Development of noninvasive imaging modalities to quantify amyloid burden over time is an unmet clinical need. Technetium pyrophosphate (99mTc-PYP) scintigraphy is a simple and widely available radiotracer useful to differentiate transthyretin from light-chain amyloidosis in patients with advanced cardiac amyloidosis.
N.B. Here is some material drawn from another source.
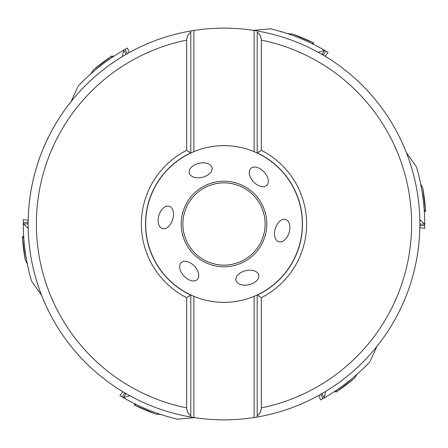 <?xml version="1.0" encoding="UTF-8"?>
<svg xmlns="http://www.w3.org/2000/svg" width="448" height="448" viewBox="0 0 448 448"><rect width="100%" height="100%" fill="white"/><g stroke="black" fill="none" stroke-linecap="round" stroke-linejoin="round"><path stroke-width="0.67" d="M23.794 238.028L22.422 236.818L23.677 236.51M28.179 228.245L23.346 223.905L23.307 222.953L23.352 219.604L28.168 220.36M23.307 222.421L23.307 222.863M23.649 235.816L23.873 239.075M23.901 239.49L24.013 240.884M24.091 241.746L24.186 243.174M31.634 281.226A200.698 200.698 0 0 1 23.302 224A200.698 200.698 0 0 0 31.634 281.226L41.563 295.277M27.362 264.169L25.144 259.409M23.302 224A200.698 200.698 0 0 1 23.307 222.953A200.698 200.698 0 0 0 23.302 224M28.14 222.426L23.307 222.471M71.053 101.646L78.26 86.016A200.698 200.698 0 0 1 124.561 49.672L123.754 50.182L122.416 56.538M90.894 73.791L93.654 69.675L112.118 55.81M113.008 56.773L112.112 55.843L111.748 57.63M125.026 49.409L124.639 49.627L125.026 49.409M292.762 34.082L287.532 33.622M311.954 43.602L313.684 43.019A201.981 201.981 0 0 0 292.135 33.858M313.326 44.262L313.684 43.019M325.713 50.988L325.332 50.764M310.638 42.963L309.546 42.448M308.582 42L307.412 41.457M253.49 30.369L270.626 28.795A200.698 200.698 0 0 1 325.254 50.719L328.132 52.433L325.069 56.224M280.526 31.931L280.745 31.494M318.231 52.293L324.408 50.277L325.254 50.719A200.698 200.698 0 0 0 270.626 28.795M323.294 55.171L325.668 50.96M416.366 166.779A200.698 200.698 0 0 1 424.698 224A200.698 200.698 0 0 0 416.366 166.779L406.437 152.723M420.638 183.831L422.822 188.278L425.6 211.204M424.206 209.972L425.578 211.182L424.323 211.49M424.693 225.579L424.693 225.137M424.099 208.51L424.004 207.306M423.909 206.254L423.791 204.971M419.821 219.755L424.631 224L424.693 225.047A200.698 200.698 0 0 0 424.698 224A200.698 200.698 0 0 1 424.693 225.047L424.648 228.396L419.832 227.64M419.86 225.574L424.693 225.529M325.584 391.462L324.246 397.818L323.439 398.328A200.698 200.698 0 0 0 369.74 361.984L376.947 346.354M357.106 374.209L354.346 378.325L335.882 392.19M336.252 390.37L335.888 392.157L334.992 391.227M322.974 398.591L323.361 398.373L322.974 398.591M129.769 395.707L123.592 397.723L122.746 397.281A200.698 200.698 0 0 0 177.374 419.205L194.51 417.631M160.468 414.378L155.523 414.047L134.282 404.986M136.046 404.398L134.316 404.981L134.674 403.738M122.287 397.012L122.668 397.236L122.287 397.012M177.374 419.205A200.698 200.698 0 0 1 122.746 397.281L119.868 395.567L122.931 391.776M124.706 392.829L122.332 397.04M137.362 405.037L138.454 405.552M139.418 406L140.588 406.543M162.394 228.575A11.693 7.196 107 0 1 158.928 215.292A11.693 7.196 107 0 1 169.226 206.22A11.693 7.196 107 0 1 172.693 219.503A11.693 7.196 107 0 1 162.394 228.575M212.016 167.675A11.693 7.196 167 0 1 202.244 177.318A11.693 7.196 167 0 1 189.235 172.934A11.693 7.196 167 0 1 199.002 163.29A11.693 7.196 167 0 1 212.016 167.675M266.784 185.455A11.693 7.196 -133 0 1 253.551 181.815A11.693 7.196 -133 0 1 250.841 168.358A11.693 7.196 -133 0 1 264.074 171.998A11.693 7.196 -133 0 1 266.784 185.455M278.774 241.78A11.693 7.196 -73 0 1 275.307 228.497A11.693 7.196 -73 0 1 285.606 219.425A11.693 7.196 -73 0 1 289.072 232.708A11.693 7.196 -73 0 1 278.774 241.78M235.984 280.325A11.693 7.196 -13 0 1 245.756 270.682A11.693 7.196 -13 0 1 258.765 275.066A11.693 7.196 -13 0 1 248.998 284.71A11.693 7.196 -13 0 1 235.984 280.325M181.216 262.545A11.693 7.196 47 0 1 194.449 266.185A11.693 7.196 47 0 1 197.159 279.642A11.693 7.196 47 0 1 183.926 276.002A11.693 7.196 47 0 1 181.216 262.545M190.792 153.042A78.344 78.344 0 0 0 190.792 294.958L193.878 296.324A78.344 78.344 0 0 0 254.122 296.324L257.208 294.958A78.344 78.344 0 0 0 257.208 153.042L257.208 32.088C259.61 33.779 260.982 36.45 261.324 40.113A187.639 187.639 0 0 1 261.324 407.887C260.982 411.55 259.61 414.221 257.208 415.912L257.208 295.12L257.208 417.026L254.122 417.536A195.866 195.866 0 0 1 193.878 417.536L190.792 417.026L190.792 415.912L190.792 417.026A195.866 195.866 0 0 1 190.792 30.974L190.792 153.042L193.878 151.676L193.878 30.464A195.866 195.866 0 0 1 254.122 30.464L257.208 30.974A195.866 195.866 0 0 1 257.208 417.026L257.208 415.912M193.878 296.324L193.878 417.536M254.122 417.536L254.122 296.324M261.324 407.887L261.324 297.69L257.208 294.958M254.122 30.464L254.122 151.676L257.208 153.042M254.122 151.676A78.344 78.344 0 0 0 193.878 151.676M190.792 294.958L190.792 415.912C188.39 414.221 187.018 411.55 186.676 407.887L186.676 297.69L190.792 295.12A78.49 78.49 0 0 1 190.792 152.88L190.792 30.974L193.878 30.464M190.792 152.88L186.676 150.31L186.676 40.113C187.018 36.45 188.39 33.779 190.792 32.088M186.676 150.31A82.6 82.6 0 0 0 186.676 297.69M261.324 297.69A82.6 82.6 0 0 0 261.324 150.31L261.324 40.113M261.324 150.31L257.208 152.88A78.49 78.49 0 0 1 257.208 295.12M124.561 49.672L127.484 48.037L129.237 52.584M127.434 53.598L124.975 49.431M265.126 224A41.126 41.126 0 0 1 224 265.126A41.126 41.126 0 0 1 182.874 224A41.126 41.126 0 0 1 224 182.874A41.126 41.126 0 0 1 265.126 224M155.238 413.918L155.523 414.047M323.439 398.328L320.516 399.963L318.763 395.416M320.566 394.402L323.025 398.569M337.462 389.547L338.458 388.858M339.326 388.254L340.379 387.509M422.856 188.591L422.822 188.278M22.422 236.818A201.981 201.981 0 0 0 25.262 260.064M28.134 223.86L23.346 223.905M112.112 55.843A201.981 201.981 0 0 0 93.397 69.922M324.408 50.277L322.056 54.449M425.578 211.182A201.981 201.981 0 0 0 422.738 187.936M335.888 392.157A201.981 201.981 0 0 0 354.603 378.078M134.316 404.981A201.981 201.981 0 0 0 155.865 414.142M125.944 393.551L123.592 397.723M266.773 224A42.773 42.773 0 0 0 224 181.227A42.773 42.773 0 0 0 181.227 224A42.773 42.773 0 0 0 224 266.773A42.773 42.773 0 0 0 266.773 224M257.208 30.974A195.866 195.866 0 0 1 257.208 417.026M28.134 224A195.866 195.866 0 0 1 190.792 30.974M186.676 407.887A187.639 187.639 0 0 1 186.676 40.113M419.866 224.14L424.654 224.095M123.754 50.182L126.19 54.303M321.81 393.697L324.246 397.818M292.477 33.953L313.718 43.014M22.4 236.796L25.178 259.722"/></g></svg>

We examined the utility of serial 99mTc-PYP scanning to quantify amyloid burden over time in TTR cardiac amyloidosis (ATTR-CA).

Methods and Results

Twenty subjects with ATTR-CA (10 wild type, 10 mutant) underwent serial 99mTc-PYP planar cardiac imaging. Cardiac retention was assessed both semiquantitatively (visual score 0, no uptake to 3, uptake greater than bone) and quantitatively (region of interest drawn over the heart, copied, and mirrored over the contralateral chest) to calculate a heart-to-contralateral (H/CL) ratio. Index scan mean visual score and H/CL were 3.0 ± 0.2 and 1.79 ± 0.2, respectively, and after an average 1.5 ± 0.5 years follow-up, did not differ, 3.0 ± 0.2, P = .33 and 1.76 ± 0.2, P = .44. H/CL change was minimal, 0.03 ± 0.17, did not correlate with time between scans, r = 0.19, P = .43, and was observed despite obvious clinical progression (increase in troponin ≥ 0.1 ng/mL, BNP ≥ 400 pg/mL, NYHA class, and/or death).

Conclusions

Serial 99mTc-PYP scanning in subjects with advanced ATTR-CA does not show significant changes over an average 1.5 years of follow-up despite obvious clinical progression.